The ruling Progressive Party of the Maldives will hold a congress to decide whether the party should award its ticket to incumbent President Abdulla Yameen or call a primary.
The congress will take place in November 2017, a year before the 2018 polls, according to a reform agenda put out by PPM leader and former President Maumoon Abdul Gayoom.
The strongman who ruled the Maldives for 30 years has refused to grant his half-brother, Yameen, the PPM ticket without a primary, triggering a power struggle that has now split the party.
A majority of the PPM council, including two of Gayoom’s children, had signed a petition urging the ticket be awarded to Yameen, but Gayoom branded the petition invalid, suggesting that council members were coerced into signing.
The PPM charter allows incumbents to secure the ticket uncontested in the absence of a challenger. A congress must be called in the event of multiple contenders.
Umar Naseer, Yameen’s former home minister, announced his candidacy on July 1. Welcoming Gayoom’s plans, he said he looked forward to the February 2018 primary.
I have decided to run in the 2018 Presidential Election.
— Umar Naseer (@UmarNaseerPPM) July 1, 2016
I welcome the time line announced by RM today & look forward to the primary in Feb2018. Let us return PPM to its founding values.
— Umar Naseer (@UmarNaseerPPM) July 3, 2016
If the PPM’s congress decides to call a primary, it will be held in February 2018 and the party will begin its campaign for the presidency in March that year, according to the reform agenda.
Naseer, who quit the government without comment in late June, told pro-government news website Avas that he had reversed his previous decision to wait until the 2023 election because the country needs a president with integrity.
If the PPM does not hold a presidential primary, Naseer said he would contest as an independent candidate, adding that he has the backing of senior political figures.
Gayoom had praised Naseer as a “man of honour and integrity” following the latter’s surprise resignation.
Shortly after Naseer announced his candidacy, Gayoom removed him from a council formed to advise him on reforming the ruling party.

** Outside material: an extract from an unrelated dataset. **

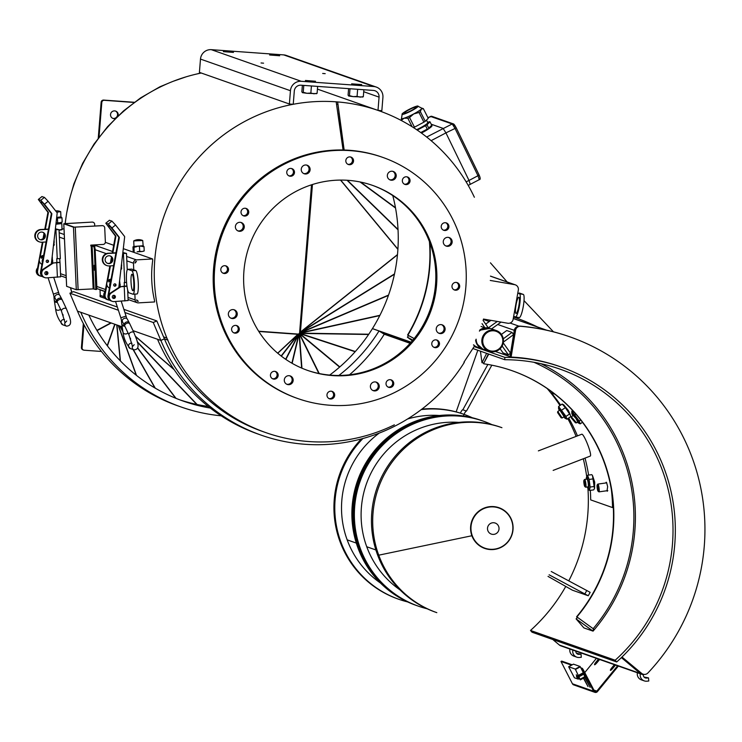 <?xml version="1.0" encoding="UTF-8"?>
<svg xmlns="http://www.w3.org/2000/svg" width="742" height="742" viewBox="0 0 742 742"><rect width="100%" height="100%" fill="white"/><g stroke="black" fill="none" stroke-linecap="round" stroke-linejoin="round"><path stroke-width="1.11" d="M458.936 422.393A91.962 90.478 109.4 0 0 366.743 546.743L375.888 549.961L366.743 546.752A91.962 90.478 109.4 0 0 400.049 589.909M501.852 427.661L500.609 427.225A98.037 96.46 109.4 0 0 434.506 428.301A98.037 96.46 109.4 0 0 371.454 521.292A98.037 96.46 109.4 0 0 435.573 612.206L436.815 612.651A98.037 96.46 -70.6 0 1 372.697 521.728A98.037 96.46 -70.6 0 1 435.749 428.737A98.037 96.46 -70.6 0 1 501.852 427.661A98.037 96.46 -70.6 0 1 501.917 427.689M472.914 518.454A21.574 21.221 109.4 0 0 492.92 549.562A21.574 21.221 109.4 0 0 509.689 516.191A21.574 21.221 109.4 0 0 472.914 518.454M476.624 543.265A21.555 21.212 -70.6 0 1 471.893 535.743L378.856 555.155L471.893 535.743A21.555 21.212 -70.6 0 1 489.479 506.693M61.781 299.054L59.814 295.344A2.745 2.041 152 0 0 56.429 294.834A2.745 2.041 152 0 0 54.964 297.922L57.319 302.411A2.745 1.697 154.7 0 1 59.082 299.703A2.745 1.697 154.7 0 1 62.291 300.065L61.781 299.054A2.745 2.041 152 0 0 58.405 298.544A2.745 2.041 152 0 0 56.939 301.632M43.5 255.981L41.339 256.992L43.379 256.639M129.256 322.77L127.29 319.069A2.745 2.041 152 0 0 123.905 318.55A2.745 2.041 152 0 0 122.439 321.638L124.795 326.128A2.745 1.697 154.7 0 1 126.557 323.419A2.745 1.697 154.7 0 1 129.757 323.781L129.256 322.77A2.745 2.041 152 0 0 125.88 322.26A2.745 2.041 152 0 0 124.406 325.348M110.975 279.697L108.814 280.717L110.846 280.355M349.491 374.784A174.509 171.699 109.4 0 0 384.254 334.252L380.989 332.184A170.595 167.84 109.4 0 0 380.989 332.184L380.924 332.166M77.52 311.139L80.804 312.317A174.509 171.699 109.4 0 0 181.169 407.015A174.509 171.699 109.4 0 0 221.181 415.817M77.502 311.158A174.509 171.699 109.4 0 0 177.857 405.855L181.169 407.015M380.989 332.203L379.023 330.96A168.239 165.531 -70.6 0 1 338.862 375.452M210.338 408.072A168.239 165.531 -70.6 0 1 183.246 401.097A168.239 165.531 -70.6 0 1 88.855 315.127M179.954 399.892A168.239 165.531 109.4 0 0 208.27 406.44M329.68 375.072A168.239 165.531 109.4 0 0 372.41 328.641L379.023 330.96M143.976 251.102L142.13 251.519L144.208 250.861L144.013 246.678L141.898 246.437L143.54 246.066L144.013 246.678L143.067 245.982M141.805 251.557L137.14 251.816L139.681 251.315L142.13 251.519M133.764 240.9L142.687 240.501A10.193 10.193 0 0 0 133.764 240.9M133.875 246.4L132.985 246.9L136.519 246.743L133.977 247.253L133.495 246.641M139.681 251.315L139.496 247.142M134.163 251.427L133.977 247.253M133.17 251.084L132.985 246.9M312.456 184.517L300.371 332.852L298.08 334.317L258.819 331.479M71.668 292.431L70.49 287.692M312.206 184.6L300.278 332.843A1.567 1.54 109.4 0 1 300.222 333.149L368.774 334.225M258.772 331.414L298.488 334.29M116.002 118.312A3.923 3.858 -70.6 0 1 110.743 113.498A3.923 3.858 -70.6 0 1 118.228 115.056A3.923 3.858 -70.6 0 1 117.83 116.503M98.974 137.724L101.802 102.479A2.356 2.319 -70.6 0 1 104.307 100.309L134.58 102.498M101.45 351.458L84.198 350.215A2.356 2.319 -70.6 0 1 82.074 347.701L83.929 324.699M173.424 81.203L186.223 76.797M196.815 73.996L200.943 72.911M71.77 191.436L73.866 183.97L82.612 163.435L93.937 144.198L107.646 126.604L123.487 110.948L140.711 97.823L159.938 86.768L167.72 83.549M66.761 212.602L69.748 198.643M93.065 222.238A2.356 2.319 109.4 0 0 92.11 222.09L65.083 223.62L65.862 218.482M258.652 331.22L297.95 334.058A1.567 1.54 109.4 0 0 299.61 332.611L311.51 184.823M112.756 118.349A3.923 3.858 109.4 0 0 115.344 110.975M82.074 347.701L81.416 347.469A2.356 2.319 109.4 0 0 82.946 349.862L83.605 350.094M81.416 347.469L83.336 323.568M98.213 138.698L101.144 102.248L101.802 102.479M134.803 102.322L103.648 100.077A2.356 2.319 109.4 0 0 101.144 102.248M407.59 601.91A98.037 96.46 -70.6 0 1 398.899 599.313A98.037 96.46 -70.6 0 1 362.894 438.522M421.252 409.603A98.037 96.46 -70.6 0 1 463.926 414.333A98.037 96.46 -70.6 0 1 472.329 417.746M398.899 599.313L398.055 599.017A98.037 96.46 -70.6 0 1 361.363 438.93M421.846 409.148A98.037 96.46 -70.6 0 1 463.082 414.036L463.926 414.333M538.367 450.876L581.839 434.2C584.334 434.218 592.691 455.913 590.113 456.144L553.152 470.4M587.376 486.975A6.001 0.955 -98 0 0 588.081 488.737A6.001 0.955 -98 0 0 588.304 488.922A6.001 0.955 -98 0 0 588.406 482.263A6.001 0.955 -98 0 0 586.477 477.329L587.534 475.251L589.148 479.453L590.113 487.058L589.473 490.471L593.693 489.878L594.463 488.57L592.468 475.483L594.592 481.743A6.001 0.955 82 0 1 594.694 482.486L594.574 488.19M590.317 490.351A170.595 167.84 -70.6 0 1 590.697 499.895L612.53 507.574A170.595 167.84 109.4 0 0 611.399 489.878M552.326 392.212L551.417 392.991A170.595 167.84 -70.6 0 1 560.627 405.095M568.715 418.015A170.595 167.84 -70.6 0 1 577.443 435.814M585.021 458.111A170.595 167.84 -70.6 0 1 588.601 475.093M551.417 392.991L554.97 394.234M562.158 404.056L563.716 404.826L568.149 410.243A6.001 0.649 55.9 0 1 568.548 410.855L570.617 415.585L565.367 407.636L562.158 404.056L558.605 406.458L565.988 416.42L566.944 419.211L565.172 418.33A6.001 0.649 -124.1 0 0 565.218 418.349A6.001 0.649 -124.1 0 0 562.427 412.904A6.001 0.649 -124.1 0 0 558.568 408.564A6.001 0.649 -124.1 0 0 559.366 410.4M606.066 482.365A4.702 0.751 -98 0 0 605.954 482.959L606.279 482.226L606.631 482.671L607.652 486.687L607.021 490.731M580.745 420.037L579.214 421.066L580.179 423.858L578.398 422.977A6.001 0.649 -124.1 0 0 577.703 420.825A6.001 0.649 -124.1 0 0 573.909 415.14A6.001 0.649 -124.1 0 0 571.794 413.22A6.001 0.649 -124.1 0 0 572.907 415.603M582.489 422.3L580.179 423.858M571.794 413.22L571.841 411.105L579.214 421.066M577.424 422.059A6.001 0.649 -124.1 0 0 578.398 422.977M577.666 421.799L576.024 418.507L573.149 415.399M575.875 414.129L575.05 414.695M572.666 410.549L571.841 411.105M575.449 422.782L576.497 422.857L571.386 416.902L571.303 417.95L575.449 422.782L571.303 417.95M592.468 475.483L591.754 474.657L587.534 475.251M589.473 490.471L588.081 488.737M586.477 477.329A6.001 0.955 -98 0 0 586.282 479.211M588.044 486.873A3.923 0.621 -98 0 0 588.091 486.873A3.923 0.621 -98 0 0 588.183 483.07A3.923 0.621 -98 0 0 587.052 479.119A3.923 0.621 -98 0 0 586.996 479.109L584.64 479.443A3.923 0.621 -98 0 0 584.548 479.508L583.954 480.306A3.2 0.51 82 0 1 584.965 483.228A3.2 0.51 82 0 1 584.881 486.585A3.2 0.51 82 0 1 584.835 486.567A3.2 0.51 82 0 1 583.973 483.496A3.2 0.51 82 0 1 583.954 480.306M594.333 486.464L590.113 487.058M593.359 478.859L589.148 479.453M584.835 486.567L585.623 487.169A3.923 0.621 -98 0 0 585.679 487.206A3.923 0.621 -98 0 0 585.735 487.206A3.923 0.621 -98 0 0 585.8 483.237A3.923 0.621 -98 0 0 584.64 479.443M566.944 419.211L570.496 416.809L570.617 415.585M558.568 408.564L558.605 406.458M563.762 416.902A6.001 0.649 -124.1 0 0 565.172 418.33M564.096 416.624L559.848 410.131L557.78 411.476L557.576 412.515L561.138 417.783L557.576 412.515M569.541 414.017L565.988 416.42M565.367 407.636L561.815 410.038M561.138 417.783L562.176 417.969L557.78 411.476M607.049 490.722A4.702 0.751 -98 0 0 607.299 491.241M613.309 507.556L612.53 507.574M593.062 631.136L583.898 627.908L576.089 618.865L593.062 631.136L594.333 629.643A172.552 169.77 109.4 0 0 540.955 363.691M472.932 348.527L504.773 359.722A172.552 169.77 -70.6 0 1 560.164 369.182A172.552 169.77 -70.6 0 1 615.174 660.222L530.502 630.459A172.552 169.77 109.4 0 0 565.766 586.44M568.789 580.838A172.552 169.77 109.4 0 0 587.933 488.486M586.718 476.698A172.552 169.77 109.4 0 0 583.277 458.779M576.07 436.333A172.552 169.77 109.4 0 0 567.816 418.627M559.987 405.522A172.552 169.77 109.4 0 0 547.179 388.52M551.25 571.498L590.159 592.339A172.552 169.77 -70.6 0 1 588.248 595.761L572.37 590.178L548.023 576.386M598.071 491.213L598.859 491.825A3.923 0.621 -98 0 0 598.905 491.853A3.923 0.621 -98 0 0 598.961 491.863A3.923 0.621 -98 0 0 599.035 487.893A3.923 0.621 -98 0 0 597.866 484.09A3.923 0.621 -98 0 0 597.774 484.155L597.189 484.962A3.2 0.51 82 0 1 598.2 487.874A3.2 0.51 82 0 1 598.117 491.241A3.2 0.51 82 0 1 598.071 491.213A3.2 0.51 82 0 1 597.208 488.143A3.2 0.51 82 0 1 597.189 484.962M593.786 629.151L576.914 616.917L593.786 629.151L592.524 630.654M577.582 617.539L576.089 618.865M486.641 353.34L481.975 362.717L480.454 351.17M488.384 353.953L483.886 362.986L481.975 362.717M488.774 354.092L483.988 362.792M483.496 362.931L483.599 363.719L483.793 362.977M512.193 370.75A155.171 152.666 -70.6 0 1 576.59 616.806L577.322 617.39M577.202 617.539L576.59 616.806M593.229 628.613A170.855 168.1 109.4 0 0 534.008 362.309M576.914 616.917A155.171 152.666 109.4 0 0 604.313 461.876A155.171 152.666 109.4 0 0 483.932 363.83M549.117 574.8L588.248 595.761M586.811 590.447L584.891 593.869M456.144 411.893L477.82 350.243M487.874 364.452L462.832 409.788A7.847 1.401 -70.6 0 0 460.365 413.127M462.832 409.788L466.468 411.068L491.825 365.185M463.314 415.974A7.847 1.401 109.4 0 1 466.468 411.068M537.431 326.934A206.276 202.956 109.4 0 0 515.523 317.734A206.276 202.956 109.4 0 0 513.538 317.047A206.276 202.956 -70.6 0 1 514.985 317.548L515.523 317.734M618.355 666.075L597.431 691.6A2.356 2.319 -70.6 0 1 593.6 691.229L582.656 670.202L583.333 669.831L594.286 690.858A1.567 1.54 109.4 0 0 596.837 691.108L617.585 665.806M615.498 665.073L613.115 667.976A3.33 0.556 129.9 0 1 610.416 670.332A3.33 0.556 129.9 0 1 611.992 667.577L614.376 664.674M599.619 659.49L597.236 662.393A3.33 0.556 129.9 0 1 594.537 664.749A3.33 0.556 129.9 0 1 596.114 661.994L598.497 659.091M596.41 658.358L584.761 672.567M583.731 678.04L588.016 686.591L583.435 678.197M594.871 692.332L573.705 684.894A2.356 2.319 109.4 0 1 572.434 683.781L560.998 661.474L571.553 665.166M578.695 675.61L583.472 673.022L581.209 668.561L582.656 670.202M583.203 673.179L585.15 677.279L580.355 679.867L576.274 674.784L578.241 679.125L579.085 678.67M585.086 677.307L590.14 687.333L584.789 677.465M578.769 678.067L578.009 678.485M578.241 679.125L574.401 677.78L568.65 666.743L575.273 669.071L580.355 679.867M576.423 676.509L577.304 677.798L576.423 676.509M578.537 677.26L579.419 678.55L578.537 677.26M578.686 675.619L583.481 673.022M568.65 666.743L573.445 664.146L568.65 666.743M584.919 676.63L580.123 679.227M581.209 668.561L580.068 666.474L573.445 664.146M561.026 661.474L561.713 661.103L572.24 664.804M580.819 667.819L582.359 668.356L581.672 668.727M583.333 669.831L582.359 668.356M599.276 659.369L596.707 662.495A3.33 0.556 -50.1 0 0 595.427 664.294M615.146 664.943L612.586 668.078A3.33 0.556 -50.1 0 0 611.306 669.868M575.801 651.114A3.135 3.089 109.4 0 0 579.159 654.361L581.032 654.175L576.543 653.303M569.912 649.046A6.279 6.177 109.4 0 0 573.891 656.141L576.803 657.162A6.279 6.177 -70.6 0 1 572.824 650.066M581.032 654.175L581.301 657.291L579.437 657.477A6.279 6.177 -70.6 0 1 576.803 657.162M643.295 674.571A3.135 3.089 109.4 0 0 646.634 678.077L648.508 677.891L644.019 677.029M637.387 672.762A6.279 6.177 109.4 0 0 641.366 679.857L644.279 680.887A6.279 6.177 -70.6 0 1 640.3 673.792M648.508 677.891L648.777 681.008L646.903 681.193A6.279 6.177 -70.6 0 1 644.279 680.887M517.907 326.452A4.702 4.628 109.4 0 0 514.289 330.32L510.004 356.624L510.607 356.716L515.05 330.06A4.702 4.628 -70.6 0 1 520.059 326.118A206.276 202.956 -70.6 0 1 569.494 336.71L570.023 336.896A206.276 202.956 109.4 0 0 520.587 326.304A4.702 4.628 109.4 0 0 515.579 330.246L511.108 357.078L510.607 356.716M495.378 351.485L510.004 356.624M643.045 674.163L642.516 673.977A4.702 4.628 -70.6 0 1 641.116 673.189L641.644 673.374A4.702 4.628 109.4 0 0 647.942 672.957A206.276 202.956 109.4 0 0 570.023 336.896M530.502 630.459L532.033 632.203L616.704 661.975A174.908 172.088 109.4 0 0 560.943 366.965L559.626 366.492A174.908 172.088 109.4 0 0 511.108 357.078M641.644 673.374L621.981 657.022M641.116 673.189L621.842 657.162M474.138 346.588L504.801 357.366L504.773 359.722M560.943 366.965A174.908 172.088 109.4 0 0 504.801 357.366M621.388 657.607L640.374 673.504A4.702 4.628 109.4 0 0 644.464 674.422M552.799 639.502L559.403 645.039A4.702 4.628 109.4 0 0 560.822 645.846L641.793 674.311M616.704 661.975L615.174 660.222M100.253 295.186L100.114 296.67L105.253 298.479M105.086 291.662L100.012 289.872L100.263 295.344L104.038 296.67M93.167 288.888L76.305 289.742L66.622 286.329L63.784 223.787L73.458 227.2L102.303 225.67A2.356 2.319 -70.6 0 1 104.724 227.887L105.364 241.957A2.356 2.319 -70.6 0 1 103.157 244.433L90.793 245.129L90.83 245.917L93.844 246.502L94.345 248.987L95.82 289.501L93.167 288.888L91.22 245.89M134.858 294.12L135.118 299.926A3.135 3.089 109.4 0 0 138.355 302.875L154.568 301.957L154.503 300.399A108.239 106.496 -70.6 0 1 152.694 260.525L152.62 258.967L136.398 259.885A3.135 3.089 109.4 0 0 133.458 263.187L133.755 269.828L135.74 270.533A11.761 1.948 -93.3 0 1 138.235 282.554A11.761 1.948 -93.3 0 1 136.945 293.999A11.761 1.948 -93.3 0 1 136.806 293.98M100.263 295.344L100.022 289.872L100.504 289.825M134.998 263.104L136.472 261.453A1.567 1.54 109.4 0 0 134.998 263.104M138.281 301.317L136.667 299.842A1.567 1.54 109.4 0 0 138.281 301.317L136.676 299.963M105.345 242.346L113.693 245.277M123.293 248.653L152.62 258.967M96.85 288.536A3.135 3.089 109.4 0 0 96.887 288.555L105.123 291.448M62.078 228.99L64.016 228.879M42.535 239.341L41.932 239.564M42.053 242.198L42.071 242.643A8.236 1.363 86.7 0 1 42.275 242.801M41.914 239.119L42.971 239.063M94.345 248.987L95.115 248.941L94.614 246.455L91.09 245.843L96.117 245.723A3.135 3.089 109.4 0 0 94.382 246.372M97.694 244.739A7.448 0.501 177.4 0 1 90.812 245.398M136.166 261.499L135.016 262.789M103.119 225.772A2.356 2.319 109.4 0 0 102.164 225.624L74.237 227.154L65.231 223.991M65.083 223.62L63.784 223.787M92.11 222.09L65.213 223.667M94.178 265.348L94.429 270.273L94.178 265.348M95.115 248.941L96.859 287.247L96.08 287.293M95.848 289.491L96.59 289.454L96.859 287.247M94.744 226.041L94.67 224.353A2.356 2.319 -70.6 0 0 93.13 222.257L93 222.21M92.249 222.136A2.356 2.319 -70.6 0 1 93.13 222.257M94.633 266.99L94.716 268.585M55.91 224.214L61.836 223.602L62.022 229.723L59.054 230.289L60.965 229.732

Naseer told newspaper Mihaaru that he left the council to minimise “conflict of interest.”
On the same day, Naseer posted an article by Vnews on Twitter which speculated Gayoom’s son, MP Faris Maumoon, may be his running mate in the 2018 primary. Mihaaru subsequently carried an article in which an anonymous source close to Faris dismissed the claim.
Ibrahim Muaz Ali, Yameen’s spokesman, responding to Naseer’s show of interest, said in a tweet: “The president has never competed with political rivals. He has always competed with the nation’s problems.”
Naseer’s slogan for the primary will be “trustworthy,” the same one he had used in the 2013 polls that he lost to Yameen, local media report.
At the time, Naseer had accused Yameen of vote rigging, corruption and links to the drug trade and criminal gangs. He was expelled from the PPM when he refused to apologise for his comments.